Bob takes pictures from roof-mounted cameras. They are fed to a PC where image-processing software can identify types of vehicle and sizes of pedestrians. The number of cars also helps predict how many meals will be required, an important factor for the smooth running of a restaurant. The software makes its predictions based on research carried out by HyperActive Technologies. In time, Bob will also use data on past food consumption to help work out future demand.
In a trial at a McDonald’s in Chippewa, Pennsylvania, Bob is making an impression. “Bob is managing supply and demand, right down to the minute,” says Pat Currie, the branch manager.
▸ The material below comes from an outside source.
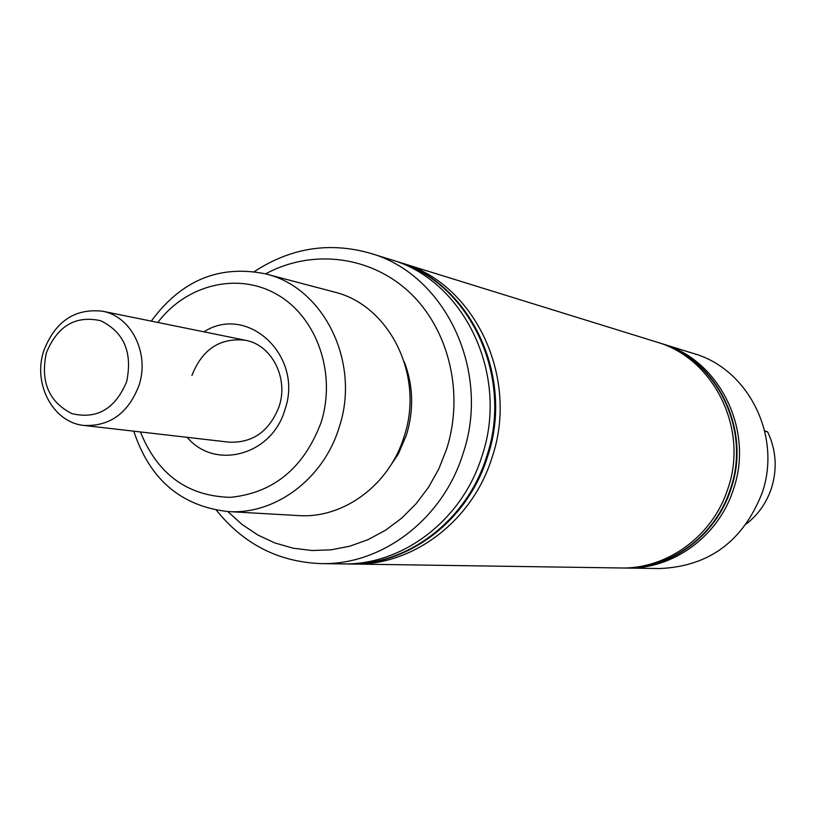 <?xml version="1.0" encoding="UTF-8"?>
<svg xmlns="http://www.w3.org/2000/svg" width="816" height="816" viewBox="0 0 816 816"><rect width="100%" height="100%" fill="white"/><g stroke="black" fill="none" stroke-linecap="round" stroke-linejoin="round"><path stroke-width="1.22" d="M625.525 568.038L659.563 568.548C708.859 566.488 743.029 541.334 762.073 493.099C782.095 436.264 748.456 368.985 693.733 353.552L661.215 343.485M227.797 511.54L242.005 524.443L257.836 535L274.972 542.977L293.097 548.189L311.855 550.514L330.857 549.862L349.727 546.22L368.057 539.651L385.468 530.257L401.584 518.231L416.048 503.788L428.543 487.234L438.804 468.914L446.576 449.218C464.396 393.689 449.065 329.664 409.826 292.658C370.566 255.602 312.028 248.717 265.577 273.87C324.085 287.456 361.08 363.049 339.038 427.727C323.371 479.186 274.961 514.998 227.786 511.54C180.968 506.124 149.634 479.339 133.793 431.174M254.337 271.606C290.751 247.799 329.389 241.679 370.24 253.256C445.138 274.115 491.365 371.137 462.947 453.91C442.751 519.282 381.715 565.406 320.912 563.601C278.48 561.938 243.647 544.139 216.403 510.214M140.423 431.939C157.59 474.402 187.588 496.21 230.428 497.342C273.635 492.935 303.838 468.027 321.035 422.596C336.569 374.167 317.363 318.148 278.042 295.066C238.864 271.636 186.721 284.131 157.825 322.453M203.949 331.837C247.84 303.501 304.042 356.368 284.876 409.765C272.075 455.216 214.873 470.659 187.18 437.325M84.191 425.462C53.326 422.831 32.569 384.112 43.717 350.951C55.09 321.504 74.633 308.244 102.357 311.182C131.131 316.098 149.797 353.308 139.046 385.254C128.428 413.018 110.14 426.421 84.191 425.462L229.174 442.17C252.878 443.078 269.525 431.174 279.113 406.46C288.803 378.022 271.667 344.78 245.371 340.252C220.034 337.508 202.205 349.268 191.903 375.523M746.446 523.862C758.207 514.621 766.53 502.778 771.416 488.345C777.454 468.904 776.2 450.085 767.662 431.888L764.674 430.828M764.776 431.246L767.662 431.888M626.943 568.069C673.078 569.374 718.631 536.224 733.431 489.345C754.27 430.032 719.355 359.876 662.582 343.893M623.812 568.028L624.097 568.028C670.375 569.333 716.081 536.071 730.932 489.019C751.842 429.481 716.815 359.091 659.858 343.046L659.593 342.965M622.098 567.987L623.526 568.018C669.834 569.333 715.561 536.041 730.422 488.947C751.352 429.379 716.305 358.928 659.318 342.883L657.941 342.465M351.023 564.009L620.66 567.977C667.111 569.293 712.99 535.877 727.903 488.621C748.904 428.828 713.745 358.132 656.574 342.026L398.993 262.191M353.583 564.07C412.906 565.825 472.352 521.098 491.977 457.705C519.588 377.461 474.524 283.305 401.452 262.925M344.821 563.917L347.412 563.989C407.011 565.753 466.762 520.751 486.489 456.991C514.264 376.268 468.976 281.571 395.556 261.1L393.067 260.355M347.932 563.989L348.452 563.999C408 565.763 467.701 520.812 487.407 457.113C515.151 376.472 469.904 281.857 396.545 261.406L396.056 261.253M320.912 563.601L342.22 563.907C402.053 565.682 462.05 520.465 481.879 456.389C509.776 375.258 464.304 280.112 390.589 259.559L370.24 253.256M386.876 471.005L398.29 454.104L406.409 435.081C414.028 410.02 413.314 385.57 404.246 361.733M227.786 511.54L298.35 515.569C343.261 518.843 389.201 485.194 404.012 436.835C424.84 376.064 389.609 304.888 333.897 291.924L265.567 273.87C219.382 264.496 181.285 280.245 151.286 321.127M46.369 352.859C40.249 381.521 48.736 401.768 71.818 413.59C96.92 419.587 115.189 408.969 126.623 381.745C132.753 352.573 124.083 332.224 100.623 320.698C75.511 315.211 57.426 325.931 46.369 352.859M623.526 568.018L624.097 568.028M347.412 563.989L348.452 563.999M395.556 261.1L396.545 261.406M659.318 342.883L659.858 343.046M245.371 340.252L102.357 311.182"/></g></svg>

Craig Coulter, co-founder of HyperActive Technologies, says Bob is ensuring burgers are served hot, and waste has been “virtually eliminated”. Waiting times have been cut by an average of a minute per order.
HyperActive Technologies is not alone in trying to predict what people want in restaurants. Advanced Interfaces, a software company based in State College, Pennsylvania, has developed more sophisticated ways of predicting what people will order. Software it is developing will infer what people are likely to order using factors such as gender and age, assessed from a photograph of an approaching customer. “For example, chicken and salads are more popular with females, burgers are more for males,” says Armeen Gould, an applications developer at the firm.
But Coulter counters that Bob is already doing such a good job using only two parameters that there is no need to capture finer levels of detail to accurately predict demand.
Bob is now being tested in seven branches of McDonald’s, a Burger King and a Taco Bell in Pennsylvania, Ohio and Florida.